▶ What to produce: In the entries below, find each line with the word "over" and pull it out.

▶ Material for this exercise:
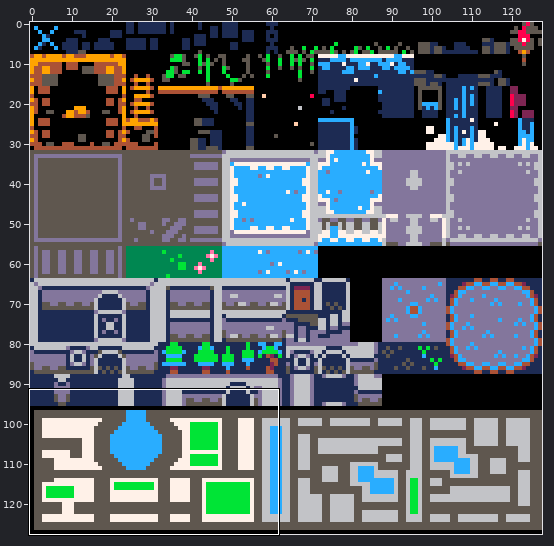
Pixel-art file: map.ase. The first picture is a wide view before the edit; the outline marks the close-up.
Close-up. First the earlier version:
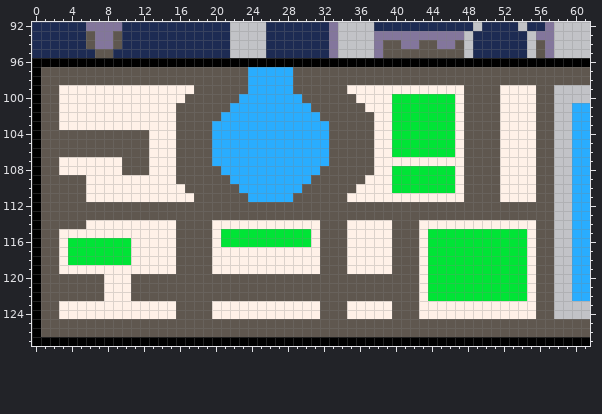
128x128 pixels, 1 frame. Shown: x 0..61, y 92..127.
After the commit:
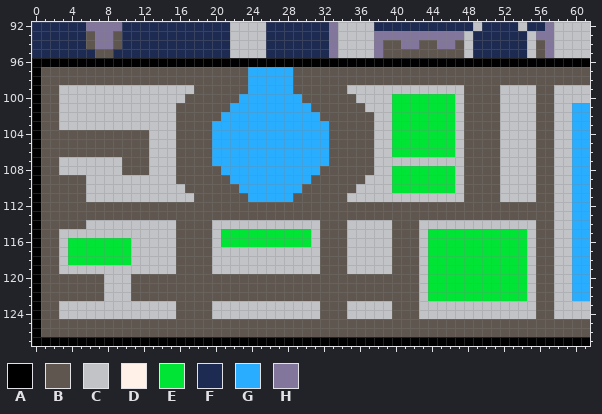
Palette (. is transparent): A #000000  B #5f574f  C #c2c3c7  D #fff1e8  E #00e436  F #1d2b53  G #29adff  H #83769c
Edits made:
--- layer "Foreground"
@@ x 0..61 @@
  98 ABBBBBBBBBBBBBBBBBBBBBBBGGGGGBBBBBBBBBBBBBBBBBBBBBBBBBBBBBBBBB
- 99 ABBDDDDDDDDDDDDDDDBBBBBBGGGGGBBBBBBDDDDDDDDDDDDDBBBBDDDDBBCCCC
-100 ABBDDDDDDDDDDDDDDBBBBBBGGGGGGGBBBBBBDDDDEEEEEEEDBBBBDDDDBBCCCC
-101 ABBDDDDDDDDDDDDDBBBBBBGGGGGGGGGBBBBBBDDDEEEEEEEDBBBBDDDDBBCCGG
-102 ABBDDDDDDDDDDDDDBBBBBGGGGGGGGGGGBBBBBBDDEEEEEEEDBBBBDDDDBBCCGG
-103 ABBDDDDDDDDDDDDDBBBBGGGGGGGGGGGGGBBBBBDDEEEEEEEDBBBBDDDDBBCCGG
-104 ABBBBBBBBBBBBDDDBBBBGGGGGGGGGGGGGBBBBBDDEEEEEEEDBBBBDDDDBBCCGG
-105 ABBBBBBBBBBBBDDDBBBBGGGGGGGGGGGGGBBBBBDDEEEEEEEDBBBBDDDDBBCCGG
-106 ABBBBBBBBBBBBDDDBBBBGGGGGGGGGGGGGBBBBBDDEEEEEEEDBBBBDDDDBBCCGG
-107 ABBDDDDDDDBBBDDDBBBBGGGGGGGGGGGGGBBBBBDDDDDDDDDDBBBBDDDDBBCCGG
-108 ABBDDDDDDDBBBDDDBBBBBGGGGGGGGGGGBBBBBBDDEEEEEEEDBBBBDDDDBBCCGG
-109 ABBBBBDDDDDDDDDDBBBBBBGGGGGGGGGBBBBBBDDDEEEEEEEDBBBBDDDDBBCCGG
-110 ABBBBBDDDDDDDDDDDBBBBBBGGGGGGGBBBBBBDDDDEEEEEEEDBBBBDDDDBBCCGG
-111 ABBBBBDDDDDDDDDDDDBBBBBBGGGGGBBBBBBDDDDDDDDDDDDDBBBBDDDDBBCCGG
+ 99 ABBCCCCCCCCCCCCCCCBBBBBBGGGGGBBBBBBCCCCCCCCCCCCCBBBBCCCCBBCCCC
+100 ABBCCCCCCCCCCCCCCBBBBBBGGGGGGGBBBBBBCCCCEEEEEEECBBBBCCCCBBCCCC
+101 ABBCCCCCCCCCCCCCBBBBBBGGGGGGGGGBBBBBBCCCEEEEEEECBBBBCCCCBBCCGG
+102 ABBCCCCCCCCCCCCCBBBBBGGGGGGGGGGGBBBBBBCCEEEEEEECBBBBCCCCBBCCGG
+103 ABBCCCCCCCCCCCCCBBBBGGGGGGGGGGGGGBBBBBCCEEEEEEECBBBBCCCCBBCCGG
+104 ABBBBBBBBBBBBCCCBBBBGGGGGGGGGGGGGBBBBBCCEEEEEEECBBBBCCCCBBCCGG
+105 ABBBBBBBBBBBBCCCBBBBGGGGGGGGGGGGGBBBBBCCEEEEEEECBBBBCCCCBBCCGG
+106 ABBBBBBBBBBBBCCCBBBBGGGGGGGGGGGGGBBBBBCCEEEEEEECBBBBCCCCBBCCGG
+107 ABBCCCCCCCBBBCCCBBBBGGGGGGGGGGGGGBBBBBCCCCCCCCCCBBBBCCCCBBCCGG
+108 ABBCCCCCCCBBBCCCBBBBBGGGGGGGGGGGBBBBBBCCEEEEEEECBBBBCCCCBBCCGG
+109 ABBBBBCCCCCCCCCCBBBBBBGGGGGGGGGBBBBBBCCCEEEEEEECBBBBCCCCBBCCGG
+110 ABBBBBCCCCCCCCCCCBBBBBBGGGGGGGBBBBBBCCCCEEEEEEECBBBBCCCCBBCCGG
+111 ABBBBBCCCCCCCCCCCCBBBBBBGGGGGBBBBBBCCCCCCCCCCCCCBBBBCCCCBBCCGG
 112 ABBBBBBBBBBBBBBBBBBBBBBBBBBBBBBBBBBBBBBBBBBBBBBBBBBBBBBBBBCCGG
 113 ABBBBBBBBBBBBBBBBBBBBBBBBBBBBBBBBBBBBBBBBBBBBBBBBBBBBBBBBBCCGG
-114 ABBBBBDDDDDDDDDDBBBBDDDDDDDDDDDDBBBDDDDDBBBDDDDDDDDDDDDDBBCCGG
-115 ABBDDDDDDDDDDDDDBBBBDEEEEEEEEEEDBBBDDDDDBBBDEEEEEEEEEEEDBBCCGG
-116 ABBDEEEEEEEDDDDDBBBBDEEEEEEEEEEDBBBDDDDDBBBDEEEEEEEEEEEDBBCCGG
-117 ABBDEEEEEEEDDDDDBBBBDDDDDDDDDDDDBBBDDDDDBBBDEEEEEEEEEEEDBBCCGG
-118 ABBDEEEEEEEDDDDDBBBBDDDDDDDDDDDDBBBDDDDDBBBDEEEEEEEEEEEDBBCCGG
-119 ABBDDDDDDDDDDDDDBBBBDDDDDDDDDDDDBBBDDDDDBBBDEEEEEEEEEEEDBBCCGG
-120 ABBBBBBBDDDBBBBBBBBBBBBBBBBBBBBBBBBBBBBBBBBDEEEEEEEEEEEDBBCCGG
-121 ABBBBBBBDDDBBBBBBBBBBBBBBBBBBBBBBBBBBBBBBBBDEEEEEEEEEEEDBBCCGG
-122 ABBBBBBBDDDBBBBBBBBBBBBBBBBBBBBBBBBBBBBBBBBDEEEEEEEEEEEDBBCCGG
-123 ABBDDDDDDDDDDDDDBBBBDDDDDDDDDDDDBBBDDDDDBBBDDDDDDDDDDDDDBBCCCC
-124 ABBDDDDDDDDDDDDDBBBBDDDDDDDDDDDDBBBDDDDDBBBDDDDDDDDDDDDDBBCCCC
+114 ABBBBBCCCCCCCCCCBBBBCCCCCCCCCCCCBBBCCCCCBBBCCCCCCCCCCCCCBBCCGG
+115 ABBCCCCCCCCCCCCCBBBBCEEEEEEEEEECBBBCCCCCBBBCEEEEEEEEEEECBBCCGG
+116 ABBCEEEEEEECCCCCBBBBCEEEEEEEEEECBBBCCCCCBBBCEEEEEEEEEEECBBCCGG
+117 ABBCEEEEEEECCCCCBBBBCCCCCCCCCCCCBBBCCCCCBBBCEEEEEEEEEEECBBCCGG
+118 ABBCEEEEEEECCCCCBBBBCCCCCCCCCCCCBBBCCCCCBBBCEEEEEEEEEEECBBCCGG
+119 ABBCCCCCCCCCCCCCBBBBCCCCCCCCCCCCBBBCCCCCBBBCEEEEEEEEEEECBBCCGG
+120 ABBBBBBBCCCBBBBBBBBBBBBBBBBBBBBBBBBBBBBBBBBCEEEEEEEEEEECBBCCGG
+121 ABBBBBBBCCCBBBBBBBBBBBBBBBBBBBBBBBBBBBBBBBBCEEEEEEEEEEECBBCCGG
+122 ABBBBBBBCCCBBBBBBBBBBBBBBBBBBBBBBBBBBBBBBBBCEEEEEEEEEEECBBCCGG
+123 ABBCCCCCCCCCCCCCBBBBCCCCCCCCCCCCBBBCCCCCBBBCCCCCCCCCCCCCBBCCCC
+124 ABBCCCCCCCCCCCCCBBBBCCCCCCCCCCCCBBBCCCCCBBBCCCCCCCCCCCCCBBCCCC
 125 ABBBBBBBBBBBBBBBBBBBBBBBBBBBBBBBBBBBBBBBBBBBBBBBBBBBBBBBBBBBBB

...

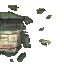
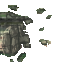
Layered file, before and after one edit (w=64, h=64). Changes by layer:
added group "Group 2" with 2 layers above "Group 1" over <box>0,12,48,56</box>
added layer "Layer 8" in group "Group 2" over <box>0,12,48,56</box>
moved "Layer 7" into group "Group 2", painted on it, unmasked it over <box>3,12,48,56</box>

▶ Your solution:
added group "Group 2" with 2 layers above "Group 1" over <box>0,12,48,56</box>
added layer "Layer 8" in group "Group 2" over <box>0,12,48,56</box>
moved "Layer 7" into group "Group 2", painted on it, unmasked it over <box>3,12,48,56</box>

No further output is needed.